With three v1.5s launched in January 2021, the first “full” batch of these upgraded birds headed uphill the following September, on a mission which also marked the inaugural outing of Starlinks from Vandenberg Space Force Base, Calif. All told, last night’s stack of satellites totaled about 36,800 pounds (16,700 kilograms).

B1060 soared skyward at 11:50 p.m. EDT Saturday with her characteristic grace, powering smoothly uphill, before separating from the Falcon 9 stack at 2.5 minutes into the flight. She then commenced her homebound return, utilizing hypersonic grid-fins and deployable landing legs to touch down on ASOG’s expansive deck at 8.5 minutes after launch, wrapping up her 14th drone-ship landing and record-tying 16th landing overall. Two others—in June 2021 and last January—terminated on solid ground, with touchdowns on Landing Zone (LZ)-1 at the Cape.

The Merlin 1D+ Vacuum engine of the Falcon 9’s second stage (right pane) glows white-hot during its six-minute “burn” to deliver the final stack of Starlink v1.5 satellites to orbit. Meanwhile, her landing legs and hypersonic grid-fins deployed, B1060 approaches her 14th drone-ship touchdown (right pane). Photo Credit: SpaceX

With B1060 gone, the Merlin 1D+ Vacuum engine of the second stage ignited for a standard six-minute “burn” to deliver the 54 Starlinks into orbit. Deployment occurred some 65 minutes after liftoff, completing the fourth Falcon 9 mission of July.

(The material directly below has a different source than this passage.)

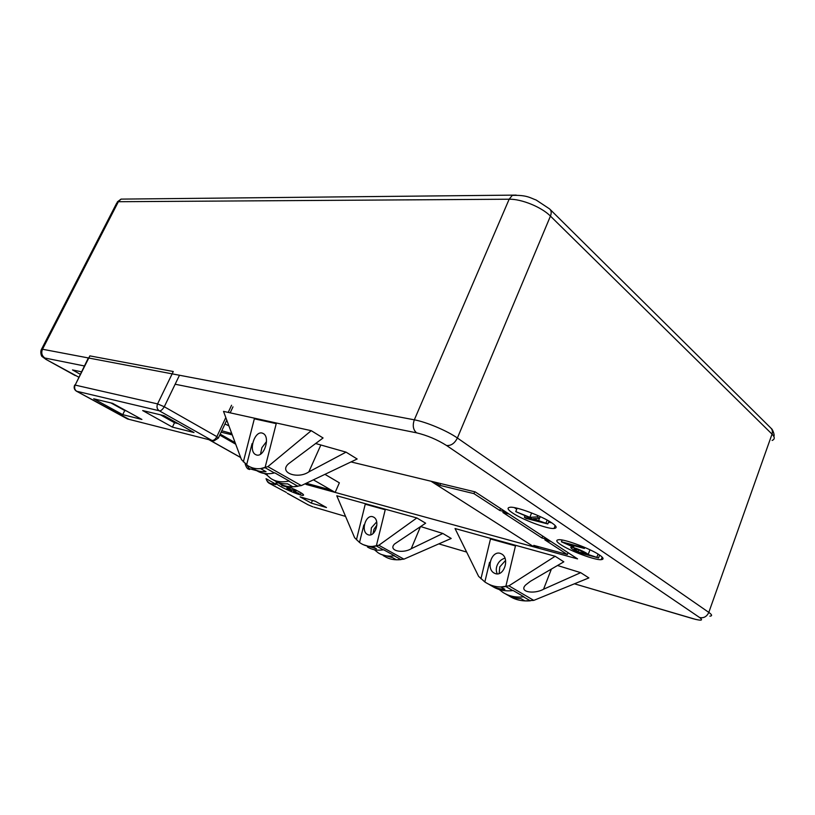 <?xml version="1.0" encoding="UTF-8"?>
<svg xmlns="http://www.w3.org/2000/svg" width="815" height="815" viewBox="0 0 815 815"><rect width="100%" height="100%" fill="white"/><g stroke="black" fill="none" stroke-linecap="round" stroke-linejoin="round"><path stroke-width="1.22" d="M288.999 486.779L288.683 487.482L285.281 485.954M283.803 485.496L279.973 483.998L284.924 486.198L281.715 485.516L288.683 487.482M288.143 486.535L287.909 487.044M290.486 487.431L289.896 488.745L286.625 487.146L289.896 488.745M294.449 489.265L293.94 490.416L286.962 488.44L291.872 490.477L289.264 489.306L293.94 490.416M295.234 489.652L294.704 490.844M287.359 487.553L286.962 488.44M299.003 493.696L293.563 491.425L299.105 493.472M294.378 490.752L294.042 491.496M295.835 489.947L294.928 491.965M306.848 483.407L306.359 484.507L577.56 558.886L475.186 491.893L351.082 461.942M219.755 435.088L235.708 444.195L235.015 443.798L235.321 443.136M305.105 483.794L306.359 484.507M231.755 433.549L221.792 430.748M274.197 483.214L270.274 481.023L274.197 483.214C276.356 484.467 276.519 484.874 274.686 484.416L268.716 483L266.658 480.381M266.026 478.69L267.289 481.298L269.347 482.908M273.056 482.633L274.686 484.416M315.242 501.235L326.479 507.531L311.289 503.11L300.083 496.865L315.242 501.235M312.471 500.43L311.289 503.11M81.378 371.783L72.494 369.929L80.165 374.207M245.101 463.623C246.161 467.311 247.475 469.196 249.064 469.267L249.278 469.389M266.332 478.833L270.274 481.023M286.371 492.433L269.052 483.183M709.885 616.16C712.453 615.987 712.096 614.734 708.806 612.391C706.87 616.588 703.834 618.31 699.698 617.576L446.589 445.52C451.072 445.856 454.668 443.36 457.388 438.012L550.441 216.097L772.029 434.13L708.806 612.391L457.388 438.012C447.231 430.819 426.235 421.956 414.326 419.827L41.616 349.075C39.843 351.836 41.453 356.664 42.248 356.634L45.966 359.395L78.688 377.131M551.857 522.914C542.535 516.303 515.752 506.258 510.129 507.266C506.696 507.735 507.562 509.67 512.727 513.083C522.344 519.664 547.986 529.322 554.037 528.466C557.429 528.059 556.706 526.215 551.857 522.914M560.73 544.654C556.319 541.761 555.616 540.121 558.611 539.744C564.072 538.817 590.692 548.79 599.443 554.974C603.579 557.776 604.159 559.334 601.195 559.661C595.307 560.435 569.766 550.828 560.73 544.654M228.903 425.868L224.971 423.963M288.53 486.586L299.125 491.7C303.017 493.9 304.352 495.123 303.119 495.377C301.285 495.866 287.379 490.335 280.523 486.423C276.529 484.181 275.144 482.928 276.356 482.643L279.087 483.132M75.286 375.593L46.149 359.497M551.755 522.843L548.526 522.16M516.741 509.171L514.785 507.939M508.917 585.842L533.784 600.38L588.868 577.917L580.688 572.66L543.554 589.225C533.937 594.593 518.238 591.965 525.777 584.864L530.382 581.309L563.817 561.83L555.158 556.268L508.917 585.842L500.797 586.973L504.872 589.327C499.147 589.153 494.012 587.605 489.489 584.671L488.919 584.284M533.784 600.38L524.891 600.91L520.968 598.638C515.263 598.434 510.149 596.865 505.616 593.941M580.688 572.66L557.521 565.498M489.56 562.33L484.833 581.941L478.619 576.388L455.035 528.528L555.158 556.268M523.556 596.57L523.454 596.814C515.712 597.69 508.855 596.213 502.886 592.373L499.188 589.51L502.886 592.373C509.059 596.295 516.058 597.762 523.882 596.763L513.175 590.529C505.341 591.558 498.342 590.121 492.179 586.219C498.138 590.04 504.994 591.496 512.747 590.58L505.809 586.545C498.444 587.727 491.659 586.331 485.434 582.338L484.833 581.941M504.964 558.173C501.296 559.253 498.688 561.637 497.15 565.325C495.958 568.289 495.999 571.142 497.282 573.882M499.167 573.526L499.768 566.894L505.555 560.445L499.768 566.894L499.167 573.526M490.701 538.409L515.701 545.337L515.467 545.907L490.477 538.97L490.701 538.409M515.467 545.907L505.809 586.545M480.942 578.803L490.477 538.97M495.398 573.628L493.829 572.894C485.944 568.198 491.679 550.522 500.237 553.354L501.928 554.139C509.823 558.866 503.915 576.663 495.398 573.628M508.356 595.52L509.518 596.183C515.263 599.881 522.191 601.429 530.32 600.808L523.454 596.814M378.843 545.266L403.924 559.151L451.204 538.46L442.84 533.468L411.218 548.729C402.712 553.996 387.706 550.675 394.623 543.941L425.634 523.199L416.832 517.943L378.843 545.266L372.261 546.478L376.367 548.74L363.133 544.624M403.924 559.151L396.518 559.813L392.565 557.643L380.972 554.373M442.84 533.468L420.53 526.51M363.867 524.962L359.507 542.464L354.617 537.706L336.778 495.764L416.832 517.943M394.175 555.575L394.093 555.779C388.072 556.696 382.785 555.728 378.231 552.876L374.411 549.748L378.231 552.876C382.948 555.789 388.358 556.747 394.45 555.728L383.651 549.768C377.549 550.818 372.139 549.88 367.433 546.967C371.976 549.819 377.264 550.767 383.305 549.83L376.316 545.968C370.682 547.16 365.497 546.274 360.75 543.32L359.507 542.464M376.683 521.906L371.345 527.845L370.774 534.813M373.005 533.581L373.973 529.322L376.887 525.105L373.973 529.322L373.005 533.581M365.456 503.711L385.444 509.253L385.23 509.752L365.242 504.2L365.456 503.711M385.23 509.752L376.316 545.968M356.44 539.785L365.242 504.2M368.268 534.823L367.198 534.324C360.729 530.606 365.792 514.397 372.73 516.73L373.891 517.26C380.371 520.979 375.185 537.309 368.268 534.823M383.295 555.647L384.863 556.502C389.244 559.253 394.623 560.292 401.021 559.61L394.093 555.779M254.616 418.217L276.509 423.036L276.234 423.637L254.341 418.808L254.616 418.217M311.238 430.677L267.87 466.628L301.316 485.597L357.153 458.998L346.039 452.142L308.824 471.895C297.832 479.515 278.353 472.741 288.51 463.796L323.066 437.971L311.238 430.677L223.514 411.371L241.423 459.568L247.566 465.508C252.772 468.87 258.6 469.593 265.048 467.667L276.234 423.637M243.339 461.901L254.341 418.808M256.552 455.004L255.309 454.444C248.422 450.41 254.626 430.89 262.145 433.05L263.5 433.651C270.407 437.686 264.04 457.398 256.552 455.004M276.937 481.93L279.657 483.458C284.353 486.524 290.456 487.462 297.974 486.29L288.775 481.084C281.766 482.592 275.796 481.736 270.845 478.527C275.969 481.808 282.082 482.633 289.172 480.993L274.787 472.853C267.687 474.554 261.595 473.77 256.491 470.5C261.411 473.698 267.371 474.524 274.39 472.955L265.048 467.667M267.565 473.739L266.933 475.114L270.845 478.527L266.709 474.86L267.218 473.729M301.316 485.597L292.85 486.789L287.603 483.835C282.591 484.09 278.21 483 274.482 480.565L273.29 479.892M346.039 452.142L315.568 443.492M252.069 467.892L252.966 468.523C256.654 470.948 261.004 472.007 266.026 471.691L260.545 468.605L267.87 466.628M246.609 464.835L252.079 443.625M264.213 473.464L266.709 474.86M266.495 441.577L261.9 447.669L260.505 454.189M89.854 355.88L173.279 371.508L157.58 403.904L164.273 406.756C162.328 409.853 160.647 411.188 159.241 410.77L76.437 391.19C74.175 389.631 73.605 387.573 74.705 385.026L75.143 385.088C74.094 387.767 74.634 389.845 76.783 391.343L127.466 418.951L211.91 440.436C213.754 440.599 215.394 439.336 216.851 436.636L218.349 438.093L213.988 440.854L211.91 440.436L159.241 410.77C157.01 409.15 156.449 406.868 157.58 403.904L75.143 385.088L89.854 355.88M122.729 414.652L141.912 419.46L112.582 403.333L93.684 398.8L122.729 414.652L124.746 410.526L126.396 410.933M172.413 427.111L194.001 432.531L163.998 415.67L142.676 410.556L172.413 427.111L174.512 422.73L178.139 423.617M76.6 391.281L129.127 419.368M74.929 385.577L88.387 357.877M120.182 407.51L110.952 402.946L124.746 410.526M174.532 421.589L160.402 414.815L174.512 422.73M583.255 546.784L582.98 547.497L561.433 541.802L571.183 546.121L573.689 546.784L567.586 544.002L584.396 548.454L582.98 547.497M584.793 547.436L584.396 548.454M574.096 545.724L573.689 546.784M562.116 540.06L561.433 541.802M599.636 555.117L598.567 557.939L588.175 554.526C586.372 552.244 573.251 546.784 571.223 547.385C569.838 547.313 571.794 548.913 577.112 552.173L598.567 557.939M578.029 551.806L574.117 548.729C577.071 548.933 580.912 550.634 585.659 553.854L578.029 551.806L578.752 549.911M589.999 549.779L588.175 554.526M598.078 554.098L597.008 556.9M548.953 521.101L547.833 523.943L533.142 518.686L539.54 518.391L537.289 516.883L529.852 517.352L515.763 511.616L534.762 519.929L524.381 517.311L526.113 518.452L547.833 523.943M524.921 515.936L524.381 517.311M517.107 508.254L515.763 511.616M531.614 512.93L529.852 517.352M537.829 515.508L537.289 516.883M540.243 516.608L539.54 518.391M539.469 518.391L538.491 520.866M547.171 520.092L546.101 522.792M440.66 483.56L439.906 485.363L434.915 482.174L431.033 481.237L534.059 546.957L537.89 548.006L538.43 546.641M439.906 485.363L473.943 493.635L474.707 491.771M473.943 493.635L499.727 510.445L500.522 508.468M499.727 510.445L505.932 512.003L509.059 514.061L502.865 512.492L541.965 537.982L548.118 539.622L551.001 541.506L544.848 539.866L567.352 554.536L568.065 552.672M567.352 554.536L533.754 545.367L537.89 548.006M541.965 537.982L542.719 536.087M313.418 479.841L335.159 492.403L328.313 489.265L306.267 483.244M324.961 474.361L339.366 482.826L335.159 492.403M232.255 434.894L221.12 432.184M220.203 434.13L235.138 442.667M235.015 443.798L235.617 443.951M550.237 209.557L770.532 427.743C772.345 429.373 772.844 431.502 772.029 434.13C774.943 437.125 774.973 439.224 772.131 440.446M446.589 445.52C437.166 439.601 427.162 435.373 416.567 432.826C413.134 429.811 412.38 425.481 414.326 419.827L509.151 199.217C521.519 198.911 541.639 207.122 550.441 216.097C551.673 212.878 551.378 210.474 549.544 208.885L536.148 200.021C530.412 198.035 527.111 194.877 512.289 195.386L509.151 199.217L118.369 201.713L121.048 199.115L125.021 199.074M116.8 202.955L41.31 349.635M84.322 365.955L44.907 358.019C41.82 355.849 41.025 352.895 42.523 349.166L118.369 201.713L117.36 201.876L121.048 199.115L516.201 195.101M256.868 470.734L249.176 468.635L246.925 465.059M209.098 439.723L240.639 457.46M313.948 507.113L345.56 516.415L313.948 507.113M699.698 617.576C703.62 620.623 701.267 620.959 692.648 618.595L574.473 583.815L696.102 619.522M438.878 543.89L466.628 552.061L438.867 543.89M416.567 432.826L175.154 384.232M287.664 493.452L307.978 504.73L287.318 493.32M307.978 504.73L312.654 506.726M44.907 358.019C43.898 357.897 44.418 358.417 46.455 359.598M249.176 468.635C247.974 468.35 248.117 468.645 249.624 469.522M269.561 483.397L273.738 485.72M551.398 569.064L543.554 589.225M420.53 526.521L411.218 548.729M320.733 445.245L308.824 471.895M179.514 375.195L164.273 406.756L216.851 436.636L225.806 417.545M228.22 412.41L231.582 405.249M300.46 494.114L301.041 492.82M295.59 491.944L296.365 490.223M293.563 491.425L293.92 490.62M208.854 439.662L240.68 457.561M307.642 504.597L312.858 506.828M267.289 481.298L267.646 482.103M771.347 428.588C771.978 428.344 775.024 434.752 773.873 436.545M555.178 525.563L554.037 528.466M602.163 557.124L601.195 559.661M303.119 495.377L303.445 494.654M488.267 583.968L489.489 584.671M493.829 572.894L494.369 573.21M250.103 466.924L252.966 468.523M255.39 469.878L256.491 470.5M232.988 406.838L230.176 412.838M226.764 420.122L218.491 437.777M571.223 547.385L571.661 546.254"/></g></svg>
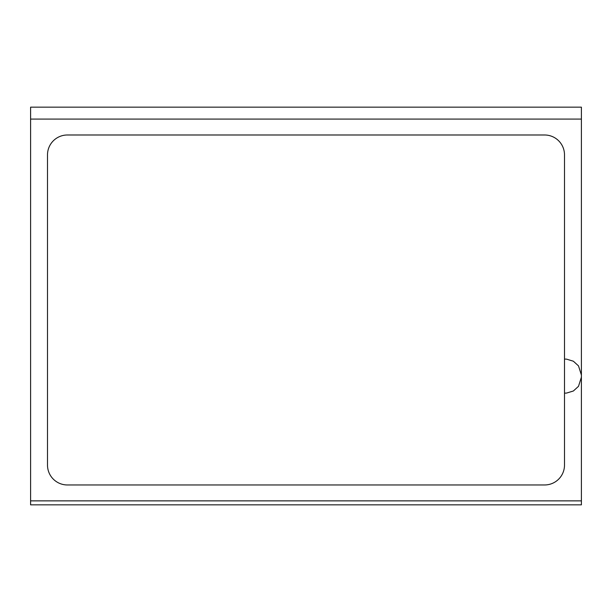 <?xml version="1.0" encoding="UTF-8"?>
<svg xmlns="http://www.w3.org/2000/svg" width="612" height="612" viewBox="0 0 612 612"><rect width="100%" height="100%" fill="white"/><g stroke="black" fill="none" stroke-linecap="round" stroke-linejoin="round"><path stroke-width="0.92" d="M30.6 500.868L581.4 500.868L581.4 504.846L30.6 504.846L30.6 107.154L581.4 107.154L581.4 119.088L30.6 119.088M581.4 500.868L581.4 119.088M47.499 465.074A19.882 19.882 0 0 0 67.389 484.964L544.611 484.964A19.882 19.882 0 0 0 564.501 465.074L564.501 154.874A19.882 19.882 0 0 0 544.611 134.992L67.389 134.992A19.882 19.882 0 0 0 47.499 154.874L47.499 465.074M581.4 375.041L578.508 365.892L573.368 361.218L566.597 359.152L564.501 359.045M581.4 377.176L578.508 386.325L573.368 390.999L566.597 393.065L564.501 393.172"/></g></svg>

As a network, Starlink facilitates high-speed and low-latency internet provision across 56 sovereign nations and international markets in North and South America, Europe, Asia, Oceania and Africa. In recent weeks, Cyprus and Guatemala signed up the network. And Florida-based intercity operator Brightline adopted Starlink on its trains earlier this year, the first passenger rail service in the world to do so.

Surrounded by the smoke and murk of a just-returned space booster, B1060 sits silently on the deck of the drone ship, “A Shortfall of Gravitas”. Photo Credit: SpaceX

Additionally, El Salvador’s Ministry of Education has begun integrating Starlink capability into its schools to help close the digital divide between urban and remote rural communities. And SpaceX tweeted last month that 50 Rwandan schools are now connected via Starlink’s high-speed internet service.

Attention now turns to Space Launch Complex (SLC)-4E at Vandenberg, where another Falcon 9 is targeting liftoff as soon as Tuesday evening with another Starlink batch. In readiness for launch, the West Coast-based drone-ship, “Of Course I Still Love You”, reportedly departed Port of Long Beach overnight Saturday for its recovery position in the Pacific Ocean.